IComparable接口只有一个方法:CompareTo(),这个方法沿用了传统的C函数库里的strcmp函数的实现原则:如果当前对象比目标对象小,它的返回值小于0;如果相等就返回0;如果当前对象比目标对象大,返回值就大于0。IComparable以System.Object做为参数,因此在使用这个函数时,你须要对运行时的对象进行检测。每次进行比较时,你必须重新解释参数的类型:
public struct Customer : IComparable
{
private readonly string _name;
public Customer( string name )
{
_name = name;
}
#region IComparable Members
public int CompareTo( object right )
{
if ( ! ( right is Customer ) )
throw new ArgumentException( "Argument not a customer",
"right" );
Customer rightCustomer = ( Customer )right;
return _name.CompareTo( rightCustomer._name );
}
#endregion
}
关于实现比较与IComparable接口的一致性有很多不太喜欢的地方,首先就是你要检测参数的运行时类型。不正确的代码可以用任何类型做为参数来调用CompareTo方法。还有,正确的参数还必须进行装箱与拆箱后才能提供实际的比较。每次比较都要进行这样额外的开销。在对集合进行排序时,在对象上进行的平均比较次数为N x log(N),而每次都会产生三次装箱与拆箱。对于一个有1000个点的数组来说,这将会产生大概20000次的装箱与拆箱操作,平均计算:N x log(n) 有7000次,每次比较有3次装箱与拆箱。因此,你必须自己找个可选的比较方法。你无法改变IComparable.CompareTo()的定义,但这并不意味着你要被迫让你的用户在一个弱类型的实现上也要忍受性能的损失。你可以重载CompareTo()方法,让它只对Customer 对象操作:
public struct Customer : IComparable
{
private string _name;
public Customer( string name )
{
_name = name;
}
#region IComparable Members
// IComparable.CompareTo()
// This is not type safe. The runtime type
// of the right parameter must be checked.

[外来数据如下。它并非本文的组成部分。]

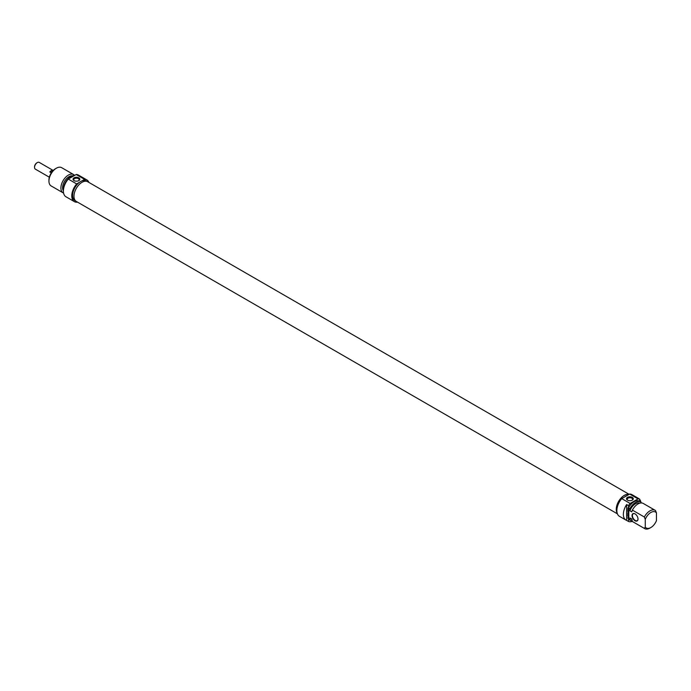 <?xml version="1.0" encoding="UTF-8"?>
<svg xmlns="http://www.w3.org/2000/svg" width="691" height="691" viewBox="0 0 691 691"><rect width="100%" height="100%" fill="white"/><g stroke="black" fill="none" stroke-linecap="round" stroke-linejoin="round"><path stroke-width="1.04" d="M629.164 494.341L87.714 181.733A11.376 6.573 120 0 0 78.947 184.782A11.376 6.573 120 0 0 73.98 196.235A11.376 6.573 120 0 0 76.33 201.444L617.4 513.828M617.149 513.05A11.376 6.573 -60 0 1 616.26 509.319A11.376 6.573 -60 0 1 620.639 498.513A11.376 6.573 -60 0 1 629.017 494.419M37.055 162.748A3.23 1.866 120 0 0 36.83 162.869A3.23 1.866 120 0 0 34.55 166.816A3.23 1.866 120 0 0 34.559 167.067M34.55 166.816L34.55 167.36A3.887 2.246 -60 0 1 37.297 162.592A3.887 2.246 -60 0 1 39.24 162.402L53.233 170.478M49.346 177.207L35.353 169.14A3.887 2.246 -60 0 1 34.55 167.36M51.315 172.854L49.812 171.99A3.887 2.246 -60 0 1 52.732 170.306L53.155 170.547M49.812 171.99L52.732 170.306M55.47 168.725L56.403 168.189L55.47 168.725A9.225 5.329 120 0 0 48.949 180.023L48.949 181.102A10.538 6.089 -60 0 1 56.403 168.189A10.538 6.089 -60 0 1 61.672 167.671L73.635 174.573A10.538 6.089 120 0 0 68.357 175.099A10.538 6.089 120 0 0 61.473 184.385A10.538 6.089 120 0 0 63.088 192.832A10.538 6.089 120 0 0 63.581 193.065M74.3 180.731A2.721 1.572 180 0 1 73.712 179.755A2.721 1.572 180 0 1 76.433 178.183A2.721 1.572 180 0 1 79.154 179.755A2.721 1.572 180 0 1 78.567 180.731M74.041 180.601A3.386 1.952 0 0 0 78.826 180.601A3.386 1.952 0 0 0 78.826 177.837A3.386 1.952 0 0 0 74.041 177.837A3.386 1.952 0 0 0 74.041 180.601L74.041 180.601M87.178 181.483L86.289 180.973A11.332 6.539 -60 0 0 81.84 180.938L84.578 179.358A12.516 7.23 -60 0 1 86.885 179.945L78.498 175.099A12.516 7.23 120 0 0 76.191 174.512L68.288 179.081A12.516 7.23 120 0 0 65.982 196.78L74.369 201.625A12.516 7.23 -60 0 1 76.675 183.918L68.288 179.081M76.675 183.918L79.405 182.346A11.332 6.539 120 0 1 80.622 181.534A11.332 6.539 120 0 1 81.84 180.938M76.191 174.512L84.578 179.358M86.885 179.945A12.516 7.23 -60 0 1 88.923 182.433M77.547 202.143A12.516 7.23 -60 0 1 74.369 201.625M63.088 192.832L51.125 185.931A10.538 6.089 -60 0 1 48.949 181.102M74.628 175.419A10.538 6.089 120 0 0 73.635 174.573M75.846 201.107L74.956 200.597A11.332 6.539 -60 0 1 73.013 192.305A11.332 6.539 -60 0 1 79.405 182.346M72.305 175.851A9.026 5.208 120 0 0 68.979 176.689A9.026 5.208 120 0 0 63.391 190.846M74.447 175.523A10.538 6.089 120 0 0 70.845 176.525A10.538 6.089 120 0 0 63.417 190.198M645.273 527.112A9.225 5.329 -60 0 0 650.862 527.535A9.225 5.329 -60 0 0 656.45 520.66L656.45 512.895L655.517 510.545A10.538 6.089 120 0 0 655.198 510.338A10.538 6.089 120 0 0 644.34 517.006L645.273 519.356L645.273 527.112L644.34 528.39L632.377 521.48L631.755 518.993L629.898 517.913L629.898 520.047L628.499 519.243L628.499 521.472L626.633 520.401L626.633 504.551L628.499 505.622L628.499 507.859L629.898 508.662L629.898 510.804L631.755 511.876L632.377 510.096L644.34 517.006M639.676 501.381L639.676 499.17L637.819 498.099A12.516 7.23 -60 0 1 638.484 498.41A12.516 7.23 -60 0 1 639.089 498.833M641.075 502.944L641.075 502.21A10.538 6.089 -60 0 0 640.756 502.003L639.356 501.191A10.538 6.089 -60 0 0 628.499 507.859M628.663 508.671L628.758 509.431L628.067 509.163L627.799 507.954L628.318 509.103L628.819 508.585M627.955 509.613L628.836 510.822L627.799 510.692L627.955 509.613M627.998 512.195L628.836 513.275M628.775 513.318L627.998 513.223L628.836 513.957L627.799 513.275L628.655 513.093L627.92 511.919L628.836 512.679L628.024 512.204M627.989 517.645L628.836 518.716L628.119 518.293M627.92 518.405L628.205 517.499M628.75 516.263L627.834 515.711L627.799 514.769L627.964 515.581L628.231 515.037L628.836 515.883M628.672 515.987L628.836 515.365L628.836 516.22M627.929 517.162L628.784 516.523L627.799 515.927L628.853 516.721L628.05 516.98L628.836 517.689L628.119 517.049M628.853 516.721L628.067 516.972M627.903 511.409L628.836 511.098L628.836 512.402L628.033 511.331M627.799 509.44L628.836 510.044L627.989 509.327M628.629 514.795L627.799 513.56L628.853 514.691L627.799 514.605L628.853 514.674M638 519.036A4.215 2.436 -120 0 0 635.02 513.871A4.215 2.436 -120 0 0 632.04 515.598A4.215 2.436 -120 0 0 635.02 520.755A4.215 2.436 -120 0 0 638 519.036M638 518.924A3.956 2.28 60 0 1 637.18 520.634A3.956 2.28 60 0 1 634.139 519.572A3.956 2.28 60 0 1 632.412 515.598A3.956 2.28 60 0 1 633.232 513.784A3.956 2.28 60 0 1 635.115 513.931M626.633 520.401A12.516 7.23 -60 0 1 625.968 520.09A12.516 7.23 -60 0 1 626.633 504.551M639.676 499.429A12.516 7.23 -60 0 1 640.868 502.072M645.273 519.356A9.225 5.329 -60 0 1 656.45 512.895M632.377 510.096A10.538 6.089 -60 0 1 643.235 503.437L655.198 510.338M629.898 510.804A9.026 5.208 -60 0 1 639.736 503.178M629.898 508.662A10.538 6.089 -60 0 1 640.756 502.003M628.499 505.622A12.516 7.23 -60 0 1 630.132 503.463L621.753 498.617A12.516 7.23 120 0 0 619.447 516.324L625.968 520.09M638.484 498.41L631.963 494.644A12.516 7.23 120 0 0 629.656 494.056L638.043 498.893A12.516 7.23 -60 0 1 639.676 499.17M632.343 521.351A12.516 7.23 -60 0 1 628.499 521.472M630.132 503.463L638.043 498.893M627.765 500.275A2.721 1.572 180 0 1 627.169 499.291A2.721 1.572 180 0 1 628.853 497.84A2.721 1.572 180 0 1 631.824 498.185A2.721 1.572 180 0 1 632.619 499.291A2.721 1.572 180 0 1 632.032 500.275M632.291 497.373A3.386 1.952 0 0 0 627.506 497.373A3.386 1.952 0 0 0 627.506 500.137A3.386 1.952 0 0 0 632.291 500.137A3.386 1.952 0 0 0 632.291 497.373M629.656 494.056L621.753 498.617M644.34 528.39A10.538 6.089 120 0 0 644.66 528.598A10.538 6.089 120 0 0 649.929 528.071L650.862 527.535M644.66 528.598L632.697 521.688A10.538 6.089 -60 0 1 632.377 521.48M617.115 512.903A11.332 6.539 -60 0 1 616.294 509.302A11.332 6.539 -60 0 1 620.639 498.565A11.332 6.539 -60 0 1 628.957 494.454M624.483 497.036A11.332 6.539 -60 0 1 626.918 495.628M631.859 519.459L630.969 518.95A9.026 5.208 -60 0 1 629.898 517.913M632.179 520.755A10.538 6.089 -60 0 1 630.218 520.263A10.538 6.089 -60 0 1 629.898 520.047M630.218 520.263L628.819 519.451A10.538 6.089 -60 0 1 628.499 519.243M36.83 162.869L37.297 162.592"/></g></svg>

int IComparable.CompareTo( object right )
{
if ( ! ( right is Customer ) )
throw new ArgumentException( "Argument not a customer",
"right" );
Customer rightCustomer = ( Customer )right;
return CompareTo( rightCustomer );
}
// type-safe CompareTo.
// Right is a customer, or derived from Customer.
public int CompareTo( Customer right )
{
return _name.CompareTo( right._name );
}
#endregion
}
现在,IComparable.CompareTo()就是一个隐式的接口实现,它只能通过IComparable 接口的引用才能调用。你的用户则只能使用一个类型安全的调用,而且不安全的比较是不可能访问的。下面这样无意的错误就不能通过编译了:
Customer c1;
Employee e1;
if ( c1.CompareTo( e1 ) > 0 )
Console.WriteLine( "Customer one is greater" );
这不能通过编译,因为对于公共的Customer.CompareTo(Customer right)方法在参数上不匹配,而IComparable. CompareTo(object right)方法又不可访问,因此,你只能通过强制转化为IComparable 接口后才能访问:
Customer c1;
Employee e1;
if ( ( c1 as IComparable ).CompareTo( e1 ) > 0 )
Console.WriteLine( "Customer one is greater" );
当你通过隐式实现IComparable接口而又提供了一个类型安全的比较时,重载版本的强类型比较增加了性能,而且减少了其他人误用CompareTo方法的可能。你还不能看到.Net框架里Sort函数的所有好处,这是因为它还是用接口指针(参见原则19)来访问CompareTo()方法,但在已道两个对象的类型时,代码的性能会好一些。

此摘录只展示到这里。